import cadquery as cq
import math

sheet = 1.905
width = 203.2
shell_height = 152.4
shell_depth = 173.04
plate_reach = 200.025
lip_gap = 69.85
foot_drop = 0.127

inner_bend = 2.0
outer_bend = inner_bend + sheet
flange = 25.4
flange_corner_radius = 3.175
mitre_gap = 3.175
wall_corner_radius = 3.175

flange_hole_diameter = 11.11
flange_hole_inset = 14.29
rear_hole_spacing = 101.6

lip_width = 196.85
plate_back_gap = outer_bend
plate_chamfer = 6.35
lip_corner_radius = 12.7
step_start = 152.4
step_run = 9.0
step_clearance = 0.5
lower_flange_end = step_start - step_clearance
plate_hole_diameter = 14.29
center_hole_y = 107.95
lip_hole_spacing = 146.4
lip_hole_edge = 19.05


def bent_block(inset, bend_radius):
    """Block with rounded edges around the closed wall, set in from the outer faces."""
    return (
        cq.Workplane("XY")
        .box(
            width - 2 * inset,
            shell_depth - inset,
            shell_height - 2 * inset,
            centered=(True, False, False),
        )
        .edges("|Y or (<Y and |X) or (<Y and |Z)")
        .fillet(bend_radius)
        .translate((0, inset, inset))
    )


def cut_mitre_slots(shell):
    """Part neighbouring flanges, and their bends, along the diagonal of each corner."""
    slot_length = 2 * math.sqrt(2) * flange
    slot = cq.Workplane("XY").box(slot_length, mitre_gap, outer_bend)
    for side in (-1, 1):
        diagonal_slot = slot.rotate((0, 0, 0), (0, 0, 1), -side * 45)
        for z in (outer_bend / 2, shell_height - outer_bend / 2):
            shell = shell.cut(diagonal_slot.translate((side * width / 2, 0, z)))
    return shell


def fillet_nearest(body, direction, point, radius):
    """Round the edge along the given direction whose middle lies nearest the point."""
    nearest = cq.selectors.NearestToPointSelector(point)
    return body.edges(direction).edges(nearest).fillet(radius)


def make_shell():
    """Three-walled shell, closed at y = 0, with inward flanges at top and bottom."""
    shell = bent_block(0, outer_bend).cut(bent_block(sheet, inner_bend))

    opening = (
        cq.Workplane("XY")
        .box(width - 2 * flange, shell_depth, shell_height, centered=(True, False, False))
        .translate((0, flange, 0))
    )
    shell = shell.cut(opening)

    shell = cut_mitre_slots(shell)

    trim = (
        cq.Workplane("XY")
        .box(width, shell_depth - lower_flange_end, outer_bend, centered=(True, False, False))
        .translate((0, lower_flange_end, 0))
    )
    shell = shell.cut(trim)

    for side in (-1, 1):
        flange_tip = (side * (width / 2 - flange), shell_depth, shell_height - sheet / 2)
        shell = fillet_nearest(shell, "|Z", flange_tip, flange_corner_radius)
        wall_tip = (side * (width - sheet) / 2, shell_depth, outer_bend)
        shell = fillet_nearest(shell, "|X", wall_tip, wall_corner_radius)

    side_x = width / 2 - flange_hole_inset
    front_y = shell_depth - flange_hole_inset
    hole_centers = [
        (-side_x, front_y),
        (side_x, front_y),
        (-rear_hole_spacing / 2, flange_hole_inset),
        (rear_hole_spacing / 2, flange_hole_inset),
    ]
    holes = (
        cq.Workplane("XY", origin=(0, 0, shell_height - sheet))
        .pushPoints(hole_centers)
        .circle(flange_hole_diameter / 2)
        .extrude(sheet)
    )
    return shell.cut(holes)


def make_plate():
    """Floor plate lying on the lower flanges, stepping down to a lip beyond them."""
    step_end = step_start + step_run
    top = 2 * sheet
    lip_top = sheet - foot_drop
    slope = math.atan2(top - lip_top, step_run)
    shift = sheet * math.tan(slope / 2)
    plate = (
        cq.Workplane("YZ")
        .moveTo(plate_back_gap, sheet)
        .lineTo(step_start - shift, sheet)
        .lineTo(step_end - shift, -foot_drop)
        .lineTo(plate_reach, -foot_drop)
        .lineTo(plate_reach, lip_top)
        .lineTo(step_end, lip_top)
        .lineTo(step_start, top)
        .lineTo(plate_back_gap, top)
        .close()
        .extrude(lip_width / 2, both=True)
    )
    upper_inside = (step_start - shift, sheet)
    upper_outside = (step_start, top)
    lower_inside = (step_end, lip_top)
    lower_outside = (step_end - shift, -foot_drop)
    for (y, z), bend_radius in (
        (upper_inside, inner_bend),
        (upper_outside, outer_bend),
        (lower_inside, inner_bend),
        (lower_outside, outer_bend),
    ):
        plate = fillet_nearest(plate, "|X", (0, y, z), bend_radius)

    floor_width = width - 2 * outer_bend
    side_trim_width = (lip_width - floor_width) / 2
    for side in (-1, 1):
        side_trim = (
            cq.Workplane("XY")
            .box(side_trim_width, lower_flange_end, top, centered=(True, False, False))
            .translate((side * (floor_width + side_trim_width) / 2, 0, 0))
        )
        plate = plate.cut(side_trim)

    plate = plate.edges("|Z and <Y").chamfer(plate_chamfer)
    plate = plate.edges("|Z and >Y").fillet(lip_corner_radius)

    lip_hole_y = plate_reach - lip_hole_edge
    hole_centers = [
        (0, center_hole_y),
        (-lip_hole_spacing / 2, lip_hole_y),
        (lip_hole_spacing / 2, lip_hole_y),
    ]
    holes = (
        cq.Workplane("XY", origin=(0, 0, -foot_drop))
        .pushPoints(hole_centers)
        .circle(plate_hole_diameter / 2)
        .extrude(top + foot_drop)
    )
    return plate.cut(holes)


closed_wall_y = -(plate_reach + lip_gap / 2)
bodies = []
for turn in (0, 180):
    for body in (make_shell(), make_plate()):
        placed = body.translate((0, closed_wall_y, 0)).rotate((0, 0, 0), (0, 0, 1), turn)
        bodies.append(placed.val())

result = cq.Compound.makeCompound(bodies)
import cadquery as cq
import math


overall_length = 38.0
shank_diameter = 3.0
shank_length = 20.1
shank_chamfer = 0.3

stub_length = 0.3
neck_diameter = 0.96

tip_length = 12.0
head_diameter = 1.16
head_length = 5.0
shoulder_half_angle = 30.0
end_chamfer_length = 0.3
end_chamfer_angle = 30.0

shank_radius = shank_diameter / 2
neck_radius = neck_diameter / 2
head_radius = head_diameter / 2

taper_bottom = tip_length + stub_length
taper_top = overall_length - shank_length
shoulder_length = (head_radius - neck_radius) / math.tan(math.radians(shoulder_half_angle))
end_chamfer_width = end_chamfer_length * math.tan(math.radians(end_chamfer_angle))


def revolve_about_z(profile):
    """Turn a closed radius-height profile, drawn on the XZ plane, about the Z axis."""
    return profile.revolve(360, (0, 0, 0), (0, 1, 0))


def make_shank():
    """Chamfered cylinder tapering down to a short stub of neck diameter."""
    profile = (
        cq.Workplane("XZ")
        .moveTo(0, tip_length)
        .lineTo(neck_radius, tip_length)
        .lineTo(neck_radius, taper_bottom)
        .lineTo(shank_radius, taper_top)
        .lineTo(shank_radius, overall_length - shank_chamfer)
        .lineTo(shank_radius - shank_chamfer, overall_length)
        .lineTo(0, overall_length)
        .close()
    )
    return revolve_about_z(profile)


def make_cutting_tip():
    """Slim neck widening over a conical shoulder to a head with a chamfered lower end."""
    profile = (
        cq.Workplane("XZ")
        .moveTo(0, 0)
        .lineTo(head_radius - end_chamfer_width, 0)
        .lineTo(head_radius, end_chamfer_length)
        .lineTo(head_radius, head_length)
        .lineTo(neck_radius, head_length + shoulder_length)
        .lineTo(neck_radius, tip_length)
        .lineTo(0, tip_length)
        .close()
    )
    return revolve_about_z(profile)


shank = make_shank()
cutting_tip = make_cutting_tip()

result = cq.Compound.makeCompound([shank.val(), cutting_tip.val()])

====

HOW TO COMPLETE THIS TASK: Return exactly the opening lines of the listing above, ending with the line that has "wall_corner_radius = 3.175".

WRITTEN REPLY:
import cadquery as cq
import math

sheet = 1.905
width = 203.2
shell_height = 152.4
shell_depth = 173.04
plate_reach = 200.025
lip_gap = 69.85
foot_drop = 0.127

inner_bend = 2.0
outer_bend = inner_bend + sheet
flange = 25.4
flange_corner_radius = 3.175
mitre_gap = 3.175
wall_corner_radius = 3.175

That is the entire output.